The recent NFT craze in the art world may be partly fueled by a genuine interest in supporting digital artists. Yet, there are several people buying NFTs who are motivated primarily by the gains of financial speculation with vested interests in sustaining NFTs’ popularity. Nick Seaver, a professor in the Tufts Department of Anthropology who specializes in tech culture, pointed out that Pablo Rodriguez-Fraile, who purchased the Beeple work for $69.3 million, is already actively invested in the crypto world. It could be said that Rodriguez-Fraile bought the NFT at a nominally high price to artificially increase the apparent value of Ethereum, the cryptocurrency in which the work was sold. Seaver said, “It’s the same group of people that hand each other money in order to make it look like a lot of trading is happening…[which] is a known kind of fraud within the stock market.” In that case, it is unclear whether this new technology is here to stay and revolutionize the art world, or if it is simply a bubble created by those who are already invested in selling and trading NFTs among themselves. Though the benefits of NFTs are immeasurable for artists, those individuals contributing to this cycle may unintentionally gatekeep the market from smaller artists and buyers.
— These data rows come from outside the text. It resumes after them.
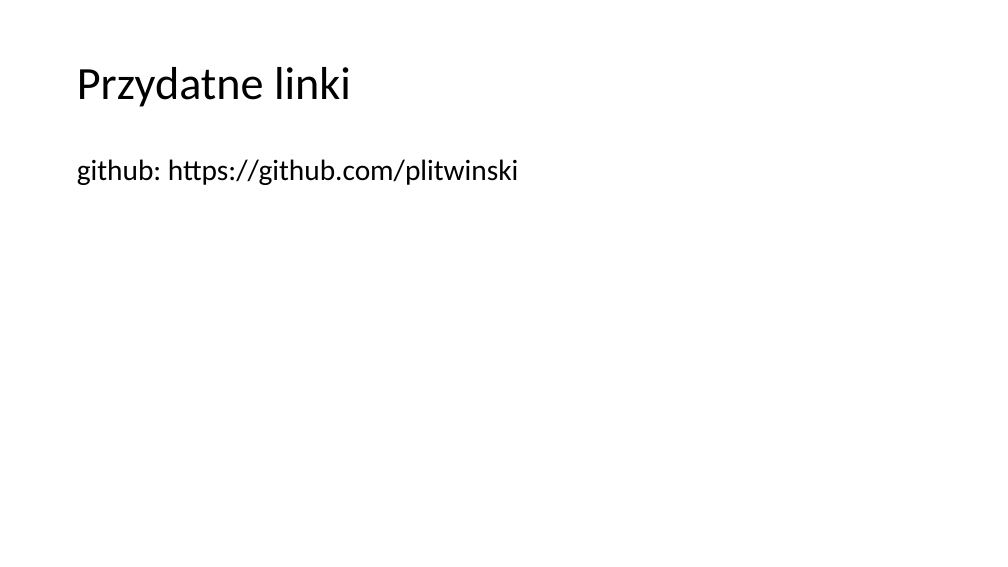
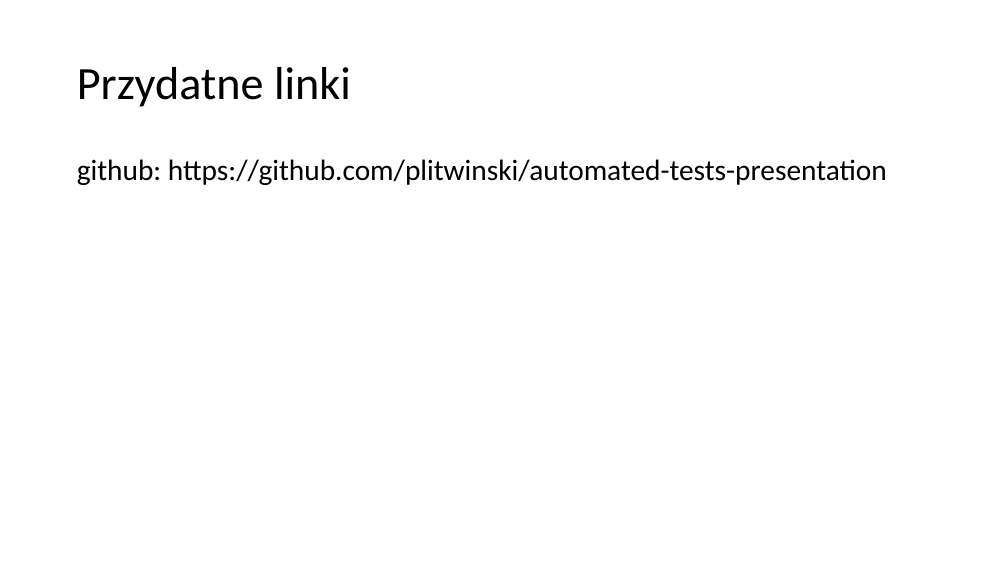
Before and after one commit to plitwinski/automated-tests-presentation, a slide deck: slide 22 of presentation/polish/Automatycznie testowalne aplikacje w srodowisku rozproszonym.pptx. Drawn at 1008x567 pixels with LibreOffice and Linux fonts; fonts in the diff are those of the drawing. Boxes give left, top, right and bottom in pixels: in the first picture for what was removed or moved away, otherwise in the second. Text is boxed around its words. In the diff, an @@ line names an element or a change of style, - is before the commit and + after.

Commit message:
Update links in presentation.

```diff
--- a/presentation/polish/Automatycznie testowalne aplikacje w srodowisku rozproszonym.pptx
+++ b/presentation/polish/Automatycznie testowalne aplikacje w srodowisku rozproszonym.pptx
@@ text at [77, 159, 887, 185]: text changed @@
-github: https://github.com/plitwinski
+github: https://github.com/plitwinski/automated-tests-presentation
```

It is questionable, though, why an auction house like Christie’s, which committed to becoming 100 percent carbon neutral in the next nine years, would support the increase of NFTs. The enormous energy consumption involved in NFTs is not sustainable for Christie’s carbon-neutral plan. Immense computing power is required to operate the blockchain system of NFTs, and the carbon dioxide emissions generated are immense. Spectrum IEEE reported Ethereum’s market capitalization at roughly $10 billion US dollars in January 2019, which meant one transaction used more power than the average US household in a day. In April 2021, its market capitalization has risen to $243 billion. Since most NFTs are part of the Ethereum blockchain, they are far from being an environmentally conscious way to purchase art. According to CryptoArt.wtf, the ecological impact of another one of Beeple’s NFT digital artworks, Crossroad, sold for $6.6 million, is roughly equivalent to a European Union resident’s total energy consumption for five and a half years. Currently, it costs approximately $5,000 to offset the emissions from one of his collections. 
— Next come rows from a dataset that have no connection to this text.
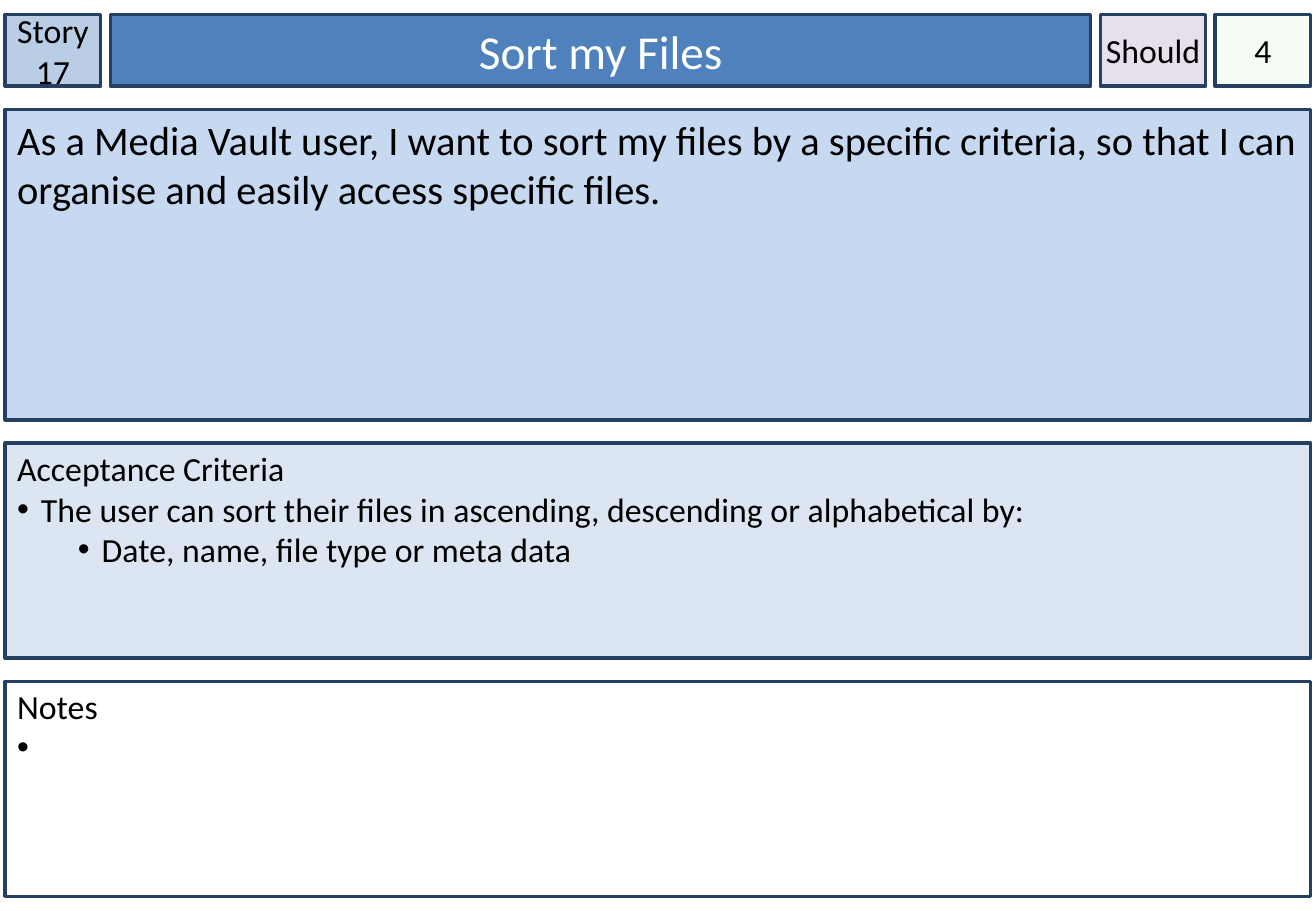
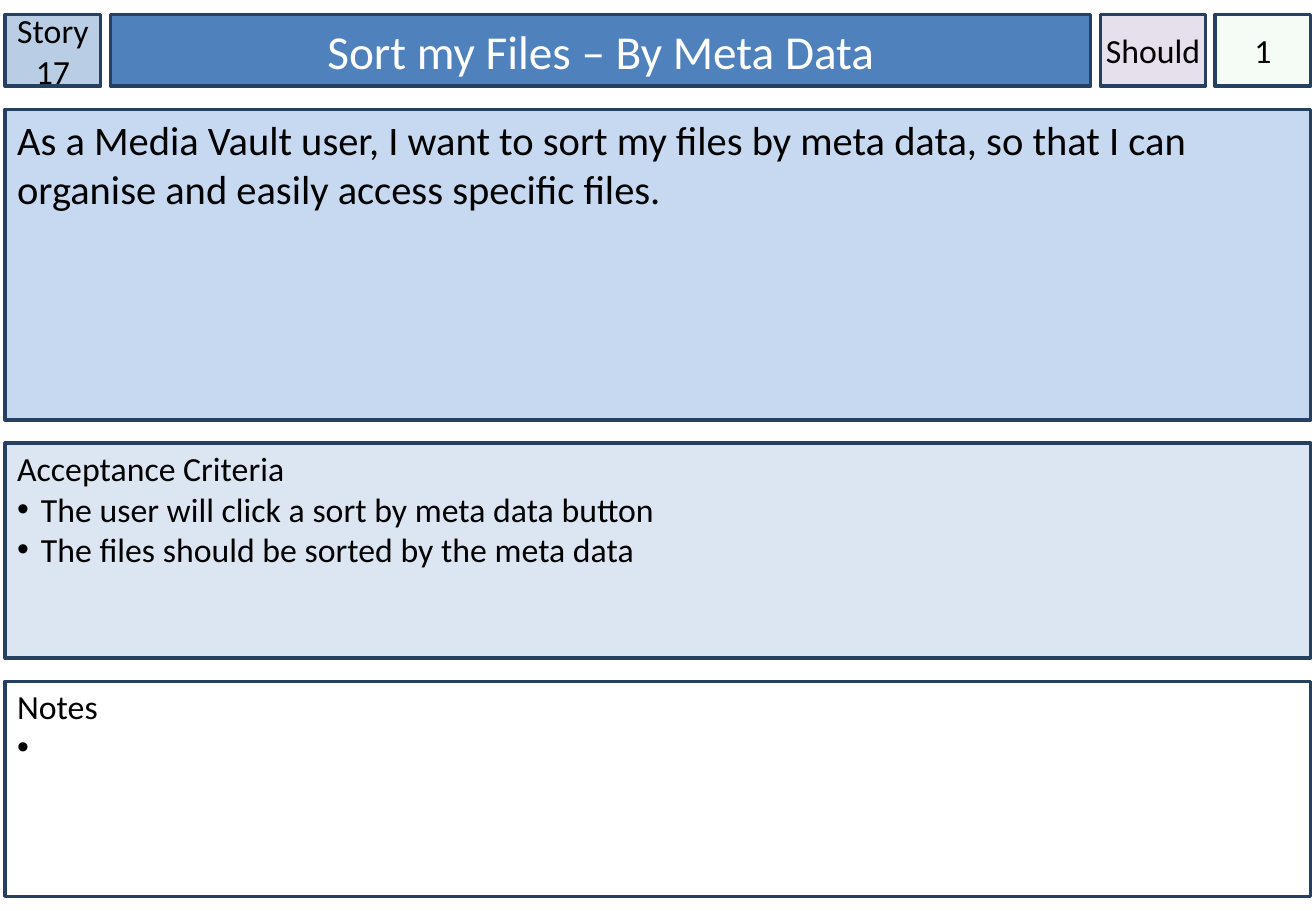
Before and after one commit to Lewibra/IFB299, a slide deck: slide 21 of Stories/Story Cards.pptx (slide 19 before the commit). Drawn at 1316x911 pixels with LibreOffice and Linux fonts; fonts in the diff are those of the drawing. Boxes give left, top, right and bottom in pixels: in the first picture for what was removed or moved away, otherwise in the second. Text is boxed around its words. In the diff, an @@ line names an element or a change of style, - is before the commit and + after.

```diff
--- a/Stories/Story Cards.pptx
+++ b/Stories/Story Cards.pptx
@@ text in rectangle at bbox=[327, 36, 874, 77]: text changed @@
-Sort my Files
+Sort my Files – By Meta Data
@@ text in rectangle at bbox=[1254, 41, 1271, 63]: text changed @@
-4
+1
@@ text in rectangle at bbox=[17, 127, 1185, 211]: text changed @@
-As a Media Vault user, I want to sort my files by a specific criteria, so that I can organise and easily access specific files.
+As a Media Vault user, I want to sort my files by meta data, so that I can organise and easily access specific files.
@@ text in rectangle at bbox=[41, 498, 654, 568]: text changed @@
-• The user can sort their files in ascending, descending or alphabetical by:
-  • Date, name, file type or meta data
+• The user will click a sort by meta data button
+• The files should be sorted by the meta data
```
Also in this commit, not shown: 20 other slides changed, 2 slides added, 2 slides removed.

Beeple and other artists turning to NFTs are attempting to offset emissions from their works by investing in renewable energy, conservation projects, or sustainable technology. Still, the most impactful solution is to change the security system for cryptocurrencies. The most common security system, proof-of-work, asks people to solve complex puzzles using energy-consuming machines. It uses significant amounts of energy and is also significantly inefficient. Of course, NFTs make up a small portion of all Ethereum transactions, but their recent popularity will likely increase the use of Ethereum and, in turn, increase emissions. 
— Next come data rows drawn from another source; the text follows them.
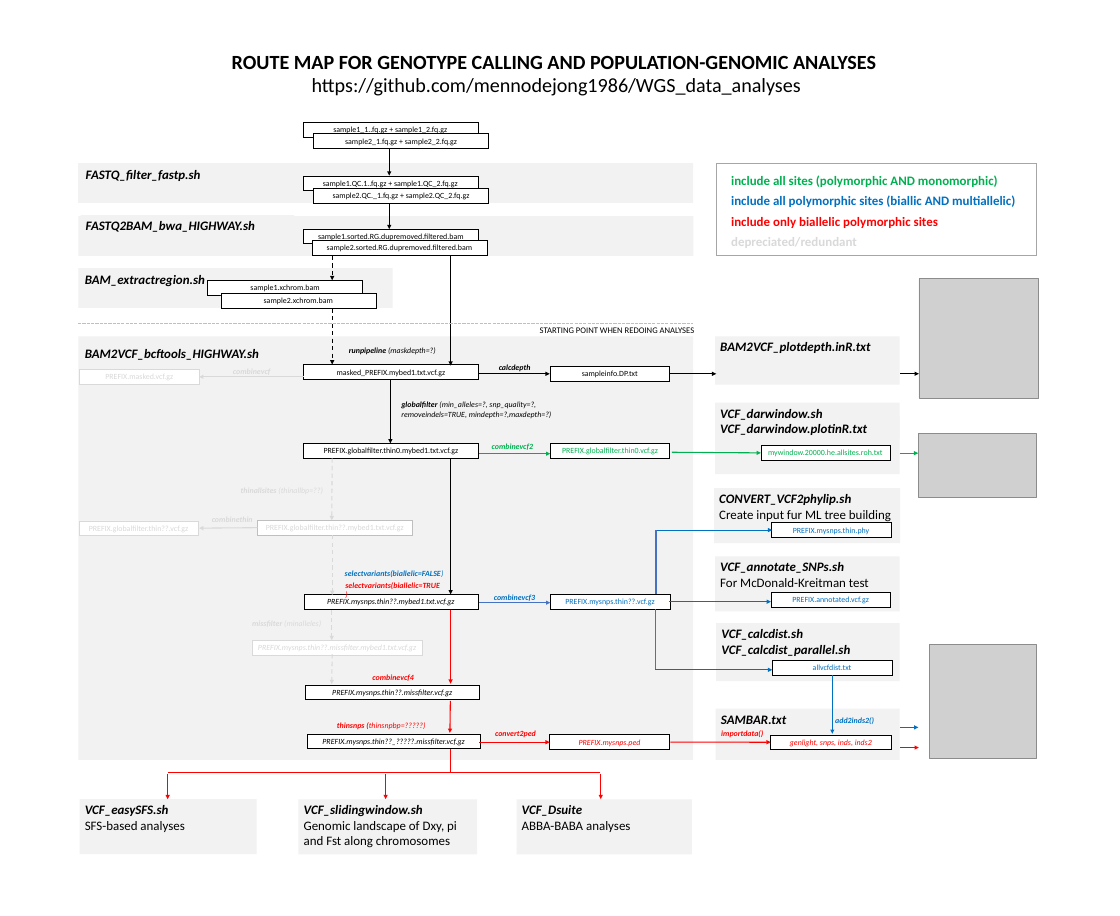
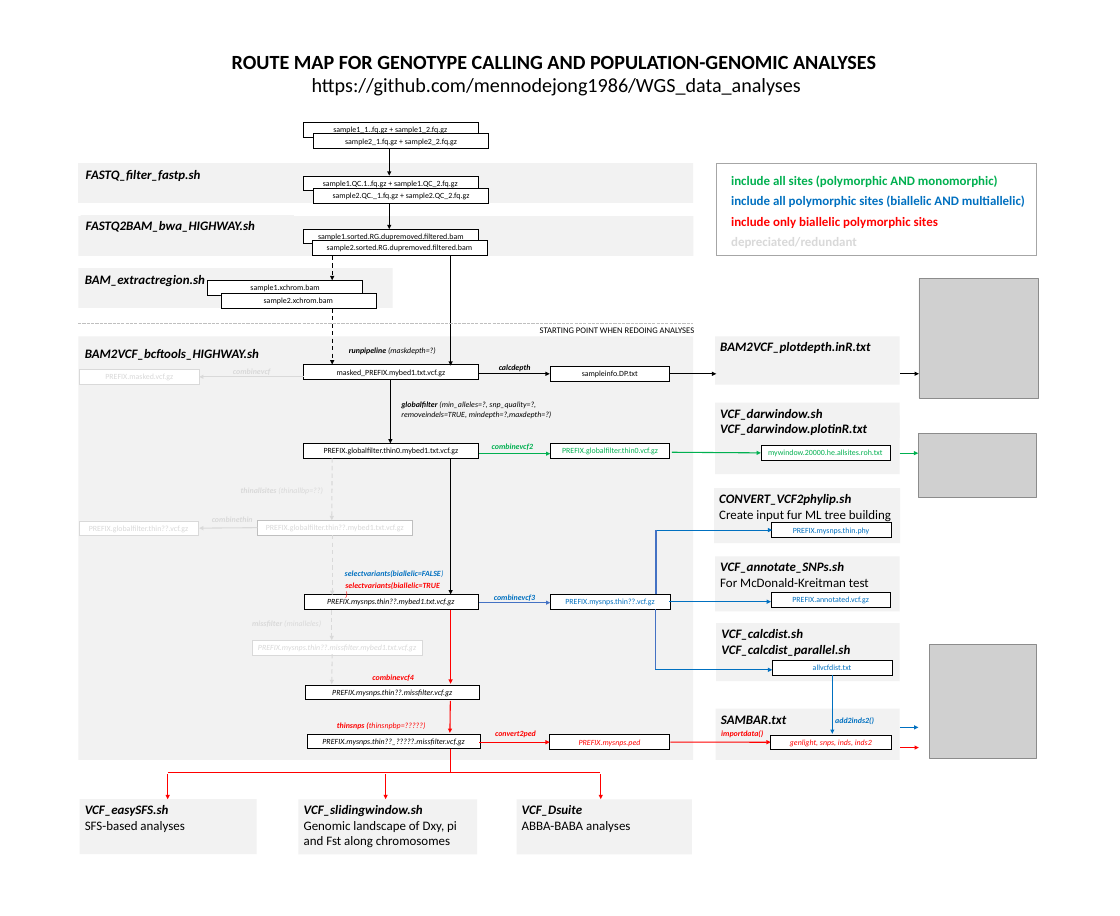
Before and after one commit to mennodejong1986/WGS_data_analyses, a slide deck: slide 1 of GenotypeCalling_RouteMap.pptx. Drawn at 1120x916 pixels with LibreOffice and Linux fonts; fonts in the diff are those of the drawing; grey boxes stand for pictures. Boxes give left, top, right and bottom in pixels: in the first picture for what was removed or moved away, otherwise in the second. Text is boxed around its words. In the diff, an @@ line names an element or a change of style, - is before the commit and + after.

```diff
--- a/GenotypeCalling_RouteMap.pptx
+++ b/GenotypeCalling_RouteMap.pptx
@@ text at (731, 195, 1025, 207): text changed @@
-include all polymorphic sites (biallic AND multiallelic)
+include all polymorphic sites (biallelic AND multiallelic)
```
Also in this commit, not shown: 1 other file.

An alternative to proof of work is a system called proof-of-stake. While proof-of-work relies heavily on electricity because of its complex equations, the proof-of-stake model uses a different crypto-algorithm. Rather than using an extensive amount of electricity to enter the cryptoworld, proof-of-stake only asks people to prove they have a “stake” in the ledger by putting their tokens in as an investment. This means that the more someone “stakes,” the more significant their output will be. But if they attempt to do anything malicious, they lose their stake. Since this model does not require complex cryptographic sums, its electrical costs are lower. Ethereum is hoping to transition to a proof-of-stake model, and many artists involved in cryptocurrency are optimistic about the transition.

According to Ralske, “[the NFT] is a game-changer” for many artists and has the potential to break down the barriers of exclusivity of the art world. Though NFTs may be slow to operate under environmentally sustainable technology, their popularity is exciting for both emerging and well-known artists. The future of NFTs in the art world is uncertain, but they certainly have a place in the present cultural milieu.